Defendants claim summary judgment is not appropriate with regard to Riggs' retaliation claim because any allegations concerning Defendants' retaliatory motive "are put directly at issue by the affidavits of record, which show the clear existence of issues of material fact." (Opp. MSJ at 9-10). Additionally, Defendants claim that neither Riggs' pleadings nor his current motion "contain specific factual allegations of any of the Defendants' having an intent to retaliate against him which motivated the incident on September 15, 2017." (Id. at 9).

Riggs did not address his retaliation claim in his motion, and Defendants only raise it "out of abundance of caution." (Id.). The undersigned finds that because the parties have different versions of what led up to the use of force against Riggs, there is a genuine dispute of material fact, and summary judgment is not appropriate.

Conclusion2

For the foregoing reasons,

IT IS RECOMMENDED that Plaintiff's Motion for Summary Judgment [doc. # 60] be DENIED. Fed. R. Civ. P. 56.

Under the provisions of 28 U.S.C. § 636(b)(1)(C) and FRCP Rule 72(b), the parties have fourteen (14) days from service of this Report and Recommendation to file specific, written objections with the Clerk of Court. A party may respond to another party's objections within fourteen (14) days after being served with a copy thereof. A courtesy copy of any objection or response or request for extension of time shall be furnished to the District Judge at the time of filing. Timely objections will be considered by the District Judge before he makes a final ruling.

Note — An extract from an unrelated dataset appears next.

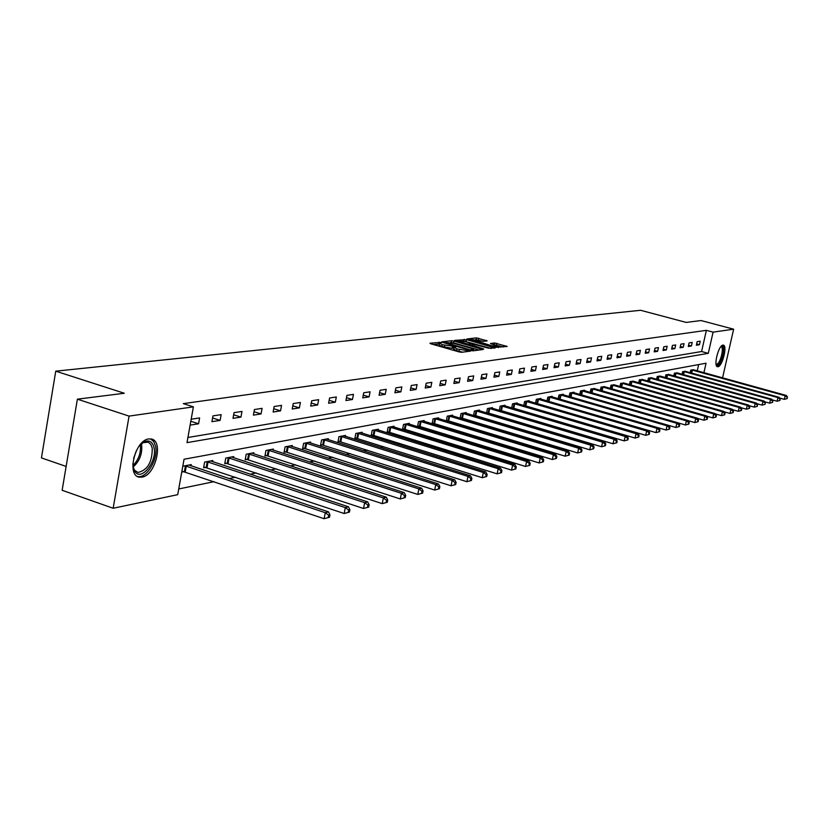 <?xml version="1.0" encoding="UTF-8"?>
<svg xmlns="http://www.w3.org/2000/svg" width="829" height="829" viewBox="0 0 829 829"><rect width="100%" height="100%" fill="white"/><g stroke="black" fill="none" stroke-linecap="round" stroke-linejoin="round"><path stroke-width="1.24" d="M440.665 342.408L429.971 343.206L430.686 343.755L459.183 351.931L461.608 352.284L470.54 351.123L456.986 348.874L454.002 347.289L455.877 346.926L455.225 346.574L442.334 344.677L439.401 343.113L441.308 342.75L440.665 342.408M439.225 343.973L433.463 344.553M453.826 348.149L452.043 348.263L452.396 346.47M717.987 366.719L717.52 366.729C713.22 366.47 718.494 345.289 722.898 345.113L723.344 345.123C727.603 345.444 722.411 366.397 717.987 366.719M141.997 477.131L139.469 477.172C126.371 476.064 134.982 440.178 148.671 438.966L151.013 438.966C163.966 440.292 155.645 475.431 141.997 477.131M487.151 340.895L476.437 337.869L466.965 338.988L495.566 347.32L507.13 346.449L494.55 342.988L490.478 343.517L498.561 346.595L491.908 345.828L471.245 339.403L483.224 341.361L487.151 340.895M703.914 372.698L706.059 363.216L184.038 459.245L177.717 494.664L113.169 508.26L62.144 490.281L77.387 399.174L124.329 393.257L55.75 371.164L640.599 310.284L686.205 322.419L701.033 320.543L733.644 329.186L722.556 377.848M77.387 399.174L129.065 416.106L193.385 406.863L187.002 442.634L708.287 353.351L713.085 332.139L733.644 329.186M187.914 437.484L701.593 351.527L706.37 330.346L183.282 403.63L193.385 406.863M706.37 330.346L713.085 332.139M453.919 341.071L451.556 340.719L441.774 341.849L442.499 342.387L470.737 350.47L473.141 350.812L482.851 349.537L453.919 341.071L453.567 342.823L450.375 342.574M454.624 340.367L466.478 339.621L495.141 347.973L488.675 348.19L474.986 344.626L472.126 345.009L473.058 345.486L483.784 349.009L454.572 340.615M55.75 371.164L41.45 457.898L66.133 466.437M190.121 425.122L198.566 423.795L199.613 417.93L191.178 419.225M211.913 421.681L220.11 420.386L221.156 414.635L212.96 415.889L211.913 421.681M233.011 418.355L240.938 417.101L241.975 411.443L234.047 412.655L233.011 418.355M253.405 415.132L261.062 413.93L262.099 408.355L254.43 409.526L253.405 415.132M273.124 412.023L280.534 410.852L281.559 405.371L274.15 406.511L273.124 412.023M292.212 409.008L299.383 407.878L300.399 402.479L293.228 403.578L292.212 409.008M310.688 406.096L317.631 404.998L318.647 399.682L311.694 400.749L310.688 406.096M328.585 403.267L335.32 402.21L336.325 396.977L329.59 398.003L328.585 403.267M345.931 400.531L352.46 399.495L353.455 394.345L346.926 395.35L345.931 400.531M362.75 397.879L369.092 396.873L370.076 391.806L363.744 392.77L362.75 397.879M379.071 395.298L385.216 394.335L386.2 389.329L380.055 390.272L379.071 395.298M394.905 392.801L400.873 391.858L401.847 386.925L395.889 387.848L394.905 392.801M410.282 390.376L416.085 389.454L417.049 384.604L411.257 385.485L410.282 390.376M425.225 388.013L430.862 387.122L431.816 382.335L426.189 383.195L425.225 388.013M439.743 385.723L445.214 384.863L446.168 380.138L440.696 380.977L439.743 385.723M453.857 383.495L459.183 382.656L460.126 377.993L454.8 378.812L453.857 383.495M467.577 381.33L472.758 380.511L473.701 375.91L468.52 376.708L467.577 381.33M480.934 379.226L485.981 378.428L486.913 373.889L481.867 374.667L480.934 379.226M493.929 377.174L498.84 376.397L499.763 371.92L494.861 372.667L493.929 377.174M506.592 375.174L511.369 374.418L512.291 370.003L507.514 370.729L506.592 375.174M518.913 373.226L523.565 372.49L524.477 368.128L519.824 368.843L518.913 373.226M530.923 371.33L535.461 370.615L536.363 366.304L531.835 366.998L530.923 371.33M542.632 369.485L547.057 368.781L547.948 364.532L543.534 365.206L542.632 369.485M554.041 367.682L558.352 366.998L559.243 362.801L554.933 363.465L554.041 367.682M565.171 365.921L569.378 365.257L570.269 361.112L566.062 361.755L565.171 365.921M576.031 364.211L580.134 363.558L581.015 359.465L576.911 360.097L576.031 364.211M586.621 362.542L590.631 361.91L591.502 357.859L587.502 358.47L586.621 362.542M596.973 360.905L600.88 360.283L601.75 356.283L597.833 356.884L596.973 360.905M607.066 359.309L610.89 358.708L611.75 354.75L607.926 355.34L607.066 359.309M616.931 357.755L620.672 357.164L621.522 353.258L617.792 353.828L616.931 357.755M626.569 356.232L630.216 355.662L631.066 351.786L627.418 352.346L626.569 356.232M635.988 354.75L639.553 354.18L640.392 350.356L636.838 350.905L635.988 354.75M645.2 353.289L648.682 352.739L649.521 348.957L646.029 349.496L645.2 353.289M654.195 351.869L657.604 351.33L658.433 347.589L655.034 348.118L654.195 351.869M663.003 350.48L666.34 349.952L667.158 346.253L663.832 346.771L663.003 350.48M671.614 349.123L674.879 348.605L675.697 344.947L672.433 345.444L671.614 349.123M680.039 347.797L683.231 347.289L684.049 343.662L680.858 344.159L680.039 347.797M688.288 346.491L691.417 345.994L692.215 342.418L689.096 342.895L688.288 346.491M696.36 345.216L699.427 344.729L700.225 341.185L697.168 341.652L696.36 345.216M178.732 488.965L214.11 481.659M229.063 478.571L235.55 477.235M250.265 474.198L256.265 472.955M270.731 469.97L276.285 468.82M290.523 465.888L295.652 464.82M309.652 461.929L314.388 460.955M328.17 458.105L332.533 457.204M346.097 454.406L350.107 453.577M363.465 450.821L367.143 450.064M380.293 447.349L383.651 446.655M396.614 443.981L399.671 443.349M412.448 440.707L415.225 440.137M427.805 437.536L430.313 437.018M442.727 434.458L444.986 433.992M457.214 431.463L459.235 431.049M471.297 428.552L473.09 428.189M484.986 425.733L486.561 425.401M498.302 422.977L499.669 422.697M511.255 420.303L512.426 420.065M523.855 417.702L524.84 417.505M536.135 415.174L536.943 415.008M548.083 412.697L548.725 412.573M697.241 370.853L698.65 364.584M181.748 472.053L184.007 471.618M191.033 465.836L191.25 464.613L182.794 466.209M212.628 461.701L212.835 460.53L204.628 462.085L203.592 467.825L205.82 467.39M233.498 457.701L233.705 456.572L225.768 458.085L224.732 463.732L226.887 463.318M253.684 453.846L253.881 452.758L246.203 454.209L245.177 459.774L247.26 459.37M273.207 450.106L273.404 449.069L265.964 450.468L264.948 455.94L266.969 455.546M292.109 446.499L292.295 445.494L285.103 446.852L284.088 452.23L286.036 451.857M310.409 442.997L310.595 442.023L303.621 443.349L302.616 448.644L304.512 448.282M328.149 439.608L328.325 438.665L321.569 439.95L320.574 445.163L322.408 444.81M345.341 436.323L345.517 435.422L338.968 436.655L337.973 441.795L339.755 441.453M362.024 433.132L362.19 432.261L355.838 433.463L354.853 438.531L356.574 438.199M378.2 430.044L378.366 429.204L372.2 430.365L371.226 435.36L372.895 435.038M393.92 427.049L394.076 426.23L388.096 427.36L387.122 432.282L388.739 431.961M409.174 424.127L409.329 423.339L403.516 424.438L402.552 429.287L404.127 428.987M424.002 421.298L424.158 420.531L418.51 421.609L417.547 426.386L419.08 426.085M438.417 418.552L438.562 417.806L433.07 418.852L432.127 423.567L433.608 423.277M452.427 415.878L452.572 415.153L447.235 416.168L446.292 420.821L447.743 420.541M466.064 413.277L466.209 412.573L461.007 413.557L460.074 418.148L461.484 417.878M473.566 415.536L474.851 415.288M473.494 415.516L474.406 411.029L479.473 410.065L479.328 410.749M486.778 412.977L487.866 412.769M486.561 412.915L487.452 408.552L492.385 407.619L492.25 408.282M499.638 410.49L500.54 410.314M499.286 410.376L500.156 406.148L504.954 405.246L504.82 405.878M512.167 408.065L512.892 407.92M511.68 407.92L512.529 403.806L517.203 402.925L517.078 403.547M524.363 405.702L524.923 405.588M523.752 405.516L524.591 401.526L529.151 400.666L529.016 401.267M535.524 403.184L536.342 399.309L540.788 398.469L540.663 399.05M547.005 400.904L547.803 397.132L552.135 396.314L552.01 396.884M558.197 398.687L558.974 395.018L563.202 394.221L563.088 394.78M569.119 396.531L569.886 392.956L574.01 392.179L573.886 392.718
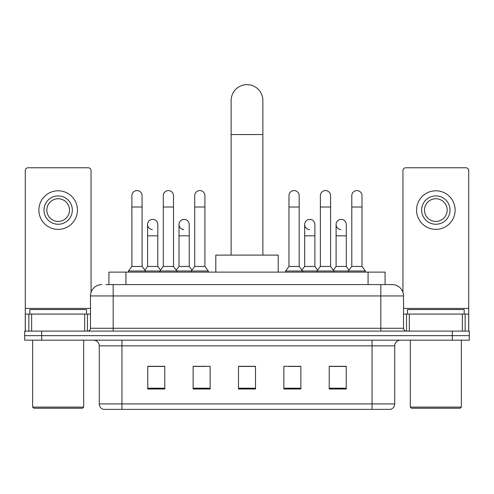 <?xml version="1.0" encoding="UTF-8"?>
<svg xmlns="http://www.w3.org/2000/svg" width="494" height="494" viewBox="0 0 494 494"><rect width="100%" height="100%" fill="white"/><g stroke="black" fill="none" stroke-linecap="round" stroke-linejoin="round"><path stroke-width="0.74" d="M108.921 284.6L108.921 272.12L385.079 272.12L385.079 284.6M106.056 284.6L388.204 284.6M105.796 284.6L113.169 284.6L113.169 295.943L90.482 295.943L90.482 328.263A2.834 2.834 0 0 1 87.648 331.097M101.826 284.6A11.343 11.343 0 0 0 90.482 295.943M392.174 284.6A11.343 11.343 0 0 1 403.518 295.943L380.831 295.943L380.831 284.6L392.001 284.6M403.518 295.943L403.518 328.263C403.684 329.986 404.629 330.931 406.352 331.097M41.712 331.097L24.7 331.097L24.7 335.636L41.712 335.636L24.7 335.636L24.7 340.175L41.712 340.175L41.712 335.636L452.288 335.636L41.712 335.636L41.712 331.097L452.288 331.097L452.288 335.636L469.3 335.636L452.288 335.636L452.288 340.175L41.712 340.175M452.288 340.175L469.3 340.175L469.3 331.097L452.288 331.097M394.725 403.913C394.57 406.63 393.212 408.445 390.643 409.359L372.044 409.359L372.044 403.913L394.725 403.913L394.725 345.843A5.669 5.669 0 0 1 400.399 340.175M372.044 409.359L103.357 409.359A5.669 5.669 0 0 1 99.275 403.913L99.275 345.843C98.936 342.398 97.046 340.508 93.601 340.175M346.238 389L346.238 366.313L329.226 366.313L329.226 389L346.238 389M300.871 389L300.871 366.313L283.859 366.313L283.859 389L300.871 389M164.774 389L164.774 366.313L147.762 366.313L147.762 389L164.774 389M210.141 389L210.141 366.313L193.129 366.313L193.129 389L210.141 389M255.509 389L255.509 366.313L238.491 366.313L238.491 389L255.509 389M99.275 403.913L121.956 403.913L121.956 409.359L114.287 409.359M361.843 409.359L132.157 409.359M335.525 366.431L331.159 366.431M194.148 366.431L205.492 366.431M162.73 366.431L158.364 366.431M288.397 366.431L299.741 366.431M255.509 366.431L238.491 366.431M164.774 366.431L147.762 366.431M346.238 366.431L329.226 366.431M84.672 331.097L84.672 314.085L31.647 314.085L31.647 331.097M91.05 292.399L91.05 170.615A2.834 2.834 0 0 0 88.216 167.775L28.102 167.775A2.834 2.834 0 0 0 25.268 170.615L25.268 314.085L31.647 314.085M84.672 314.085L90.482 314.085M25.268 331.097L25.268 314.085M58.156 195.908A14.178 14.178 0 0 0 43.978 210.08A14.178 14.178 0 0 0 58.156 224.257A14.178 14.178 0 0 0 72.334 210.08A14.178 14.178 0 0 0 58.156 195.908M58.156 198.742A11.343 11.343 0 0 0 46.819 210.08A11.343 11.343 0 0 0 58.156 221.423A11.343 11.343 0 0 0 69.5 210.08A11.343 11.343 0 0 0 58.156 198.742M58.156 229.364A19.278 19.278 0 0 0 77.441 210.08A19.278 19.278 0 0 0 58.156 190.801A19.278 19.278 0 0 0 38.878 210.08A19.278 19.278 0 0 0 58.156 229.364M82.541 408.223L33.771 408.223L32.641 407.093L83.677 407.093L82.541 408.223M32.641 340.175L32.641 407.093M83.677 340.175L83.677 407.093M86.512 314.085L86.512 309.553L29.807 309.553L29.807 314.085M231.124 255.108L231.124 100.523A15.876 15.876 0 0 1 247 84.641A15.876 15.876 0 0 1 262.876 100.523A15.876 15.876 0 0 0 247 84.641M262.876 255.108L262.876 100.523M278.19 272.12L278.19 255.108L215.81 255.108L215.81 272.12M131.879 207.023L142.087 207.023L142.087 266.451L131.879 266.451L131.879 195.68A5.107 5.107 0 0 1 137.307 190.585A5.107 5.107 0 0 1 142.087 195.68A5.107 5.107 0 0 0 137.307 190.585M131.879 266.451L128.477 270.99L128.477 272.12M142.087 266.451L145.489 270.99L128.477 270.99M163.298 266.451L163.298 207.023L173.505 207.023L173.505 266.451L163.298 266.451L159.895 270.99L145.489 270.99L145.489 272.12M163.298 207.023L163.298 195.68A5.107 5.107 0 0 1 168.72 190.585A5.107 5.107 0 0 1 173.505 195.68A5.107 5.107 0 0 0 168.72 190.585M173.505 266.451L176.908 270.99L159.895 270.99L159.895 272.12M194.716 266.451L194.716 207.023L204.924 207.023L204.924 266.451L194.716 266.451L191.314 270.99L176.908 270.99L176.908 272.12M194.716 207.023L194.716 195.68A5.107 5.107 0 0 1 200.138 190.585A5.107 5.107 0 0 1 204.924 195.68A5.107 5.107 0 0 0 200.138 190.585M204.924 266.451L208.326 270.99L191.314 270.99L191.314 272.12M208.326 270.99L208.326 272.12M288.965 207.023L299.173 207.023L299.173 266.451L288.965 266.451L288.965 195.68A5.107 5.107 0 0 1 294.387 190.585A5.107 5.107 0 0 1 299.173 195.68A5.107 5.107 0 0 0 294.387 190.585M288.965 266.451L285.563 270.99L285.563 272.12M299.173 266.451L302.575 270.99L285.563 270.99M320.384 266.451L320.384 207.023L330.591 207.023L330.591 266.451L320.384 266.451L316.981 270.99L302.575 270.99L302.575 272.12M320.384 207.023L320.384 195.68A5.107 5.107 0 0 1 325.805 190.585A5.107 5.107 0 0 1 330.591 195.68A5.107 5.107 0 0 0 325.805 190.585M330.591 266.451L333.993 270.99L316.981 270.99L316.981 272.12M351.796 266.451L351.796 207.023L362.003 207.023L362.003 266.451L351.796 266.451L348.394 270.99L333.993 270.99L333.993 272.12M351.796 207.023L351.796 195.68A5.107 5.107 0 0 1 357.224 190.585A5.107 5.107 0 0 1 362.003 195.68A5.107 5.107 0 0 0 357.224 190.585M362.003 266.451L365.412 270.99L348.394 270.99L348.394 272.12M365.412 270.99L365.412 272.12M152.374 229.58A5.107 5.107 0 0 1 147.589 224.486A5.107 5.107 0 0 1 153.01 219.392A5.107 5.107 0 0 1 157.796 224.486L157.796 235.829L147.589 235.829L147.589 224.486M157.796 235.829L157.796 266.451L147.589 266.451L147.589 235.829M147.589 266.451L144.841 270.119M157.796 266.451L160.544 270.119M183.787 229.58A5.107 5.107 0 0 1 179.007 224.486A5.107 5.107 0 0 1 184.429 219.392A5.107 5.107 0 0 1 189.214 224.486L189.214 235.829L179.007 235.829L179.007 224.486M189.214 235.829L189.214 266.451L179.007 266.451L179.007 235.829M179.007 266.451L176.253 270.119M189.214 266.451L191.962 270.119M309.454 229.58A5.107 5.107 0 0 1 304.675 224.486A5.107 5.107 0 0 1 310.096 219.392A5.107 5.107 0 0 1 314.882 224.486L314.882 235.829L304.675 235.829L304.675 224.486M314.882 235.829L314.882 266.451L304.675 266.451L304.675 235.829M304.675 266.451L301.92 270.119M314.882 266.451L317.63 270.119M340.872 229.58A5.107 5.107 0 0 1 336.093 224.486A5.107 5.107 0 0 1 341.515 219.392A5.107 5.107 0 0 1 346.3 224.486L346.3 235.829L336.093 235.829L336.093 224.486M346.3 235.829L346.3 266.451L336.093 266.451L336.093 235.829M336.093 266.451L333.339 270.119M346.3 266.451L349.048 270.119M462.353 331.097L462.353 314.085L409.328 314.085L409.328 331.097M468.732 331.097L468.732 314.085L468.732 331.097M462.353 314.085L468.732 314.085L468.732 170.615A2.834 2.834 0 0 0 465.898 167.775L405.784 167.775A2.834 2.834 0 0 0 402.95 170.615L402.95 292.399M403.518 314.085L409.328 314.085M435.844 195.908A14.178 14.178 0 0 0 421.666 210.08A14.178 14.178 0 0 0 435.844 224.257A14.178 14.178 0 0 0 450.022 210.08A14.178 14.178 0 0 0 435.844 195.908M435.844 198.742A11.343 11.343 0 0 0 424.5 210.08A11.343 11.343 0 0 0 435.844 221.423A11.343 11.343 0 0 0 447.181 210.08A11.343 11.343 0 0 0 435.844 198.742M435.844 229.364A19.278 19.278 0 0 0 455.122 210.08A19.278 19.278 0 0 0 435.844 190.801A19.278 19.278 0 0 0 416.559 210.08A19.278 19.278 0 0 0 435.844 229.364M460.229 408.223L411.459 408.223L410.323 407.093L461.359 407.093L460.229 408.223M410.323 340.175L410.323 407.093M461.359 340.175L461.359 407.093M464.193 314.085L464.193 309.553L407.488 309.553L407.488 314.085M125.933 284.6L125.933 272.12M368.067 284.6L368.067 272.12M113.169 331.097L113.169 328.263L403.518 328.263M90.482 328.263L113.169 328.263L113.169 295.943L380.831 295.943L380.831 331.097M372.044 340.175L372.044 345.843L99.275 345.843M394.725 345.843L372.044 345.843L372.044 403.913L121.956 403.913L121.956 340.175M255.509 388.21L238.491 388.21M210.141 388.21L193.129 388.21M164.774 388.21L147.762 388.21M300.871 388.21L283.859 388.21M346.238 388.21L329.226 388.21M90.482 308.417L25.268 308.417M87.463 314.085L87.463 331.097M25.311 314.085L25.311 331.097M28.856 331.097L28.856 314.085M231.124 134.547L262.876 134.547M468.732 308.417L403.518 308.417M468.689 331.097L468.689 314.085M465.144 314.085L465.144 331.097M406.537 331.097L406.537 314.085M142.087 207.023L142.087 195.68M173.505 207.023L173.505 195.68M204.924 207.023L204.924 195.68M299.173 207.023L299.173 195.68M330.591 207.023L330.591 195.68M362.003 207.023L362.003 195.68"/></g></svg>

A PARTY'S FAILURE TO FILE WRITTEN OBJECTIONS TO THE PROPOSED FINDINGS, CONCLUSIONS, AND RECOMMENDATIONS CONTAINED IN THIS REPORT WITHIN FOURTEEN (14) DAYS FROM THE DATE OF ITS SERVICE SHALL BAR AN AGGRIEVED PARTY, EXCEPT ON GROUNDS OF PLAIN ERROR, FROM ATTACKING ON APPEAL THE UNOBJECTED-TO PROPOSED FACTUAL FINDINGS AND LEGAL CONCLUSIONS ACCEPTED BY THE DISTRICT JUDGE.

FootNotes


1. Riggs has failed to include a Statement of Undisputed Facts as required by Local Rule 56.1. Additionally, in his motion, Riggs "demands a trial by jury." (MSJ at 18). However, Riggs has already requested a jury trial in his Complaint and Amended Complaints, and there is no need for him to make this request again.
2. In his motion, Riggs also realleges his denial of corporate existence. (MSJ at 6-18). The court has previously addressed these claims, [see docs. # 25, 29], and declines to do so again here.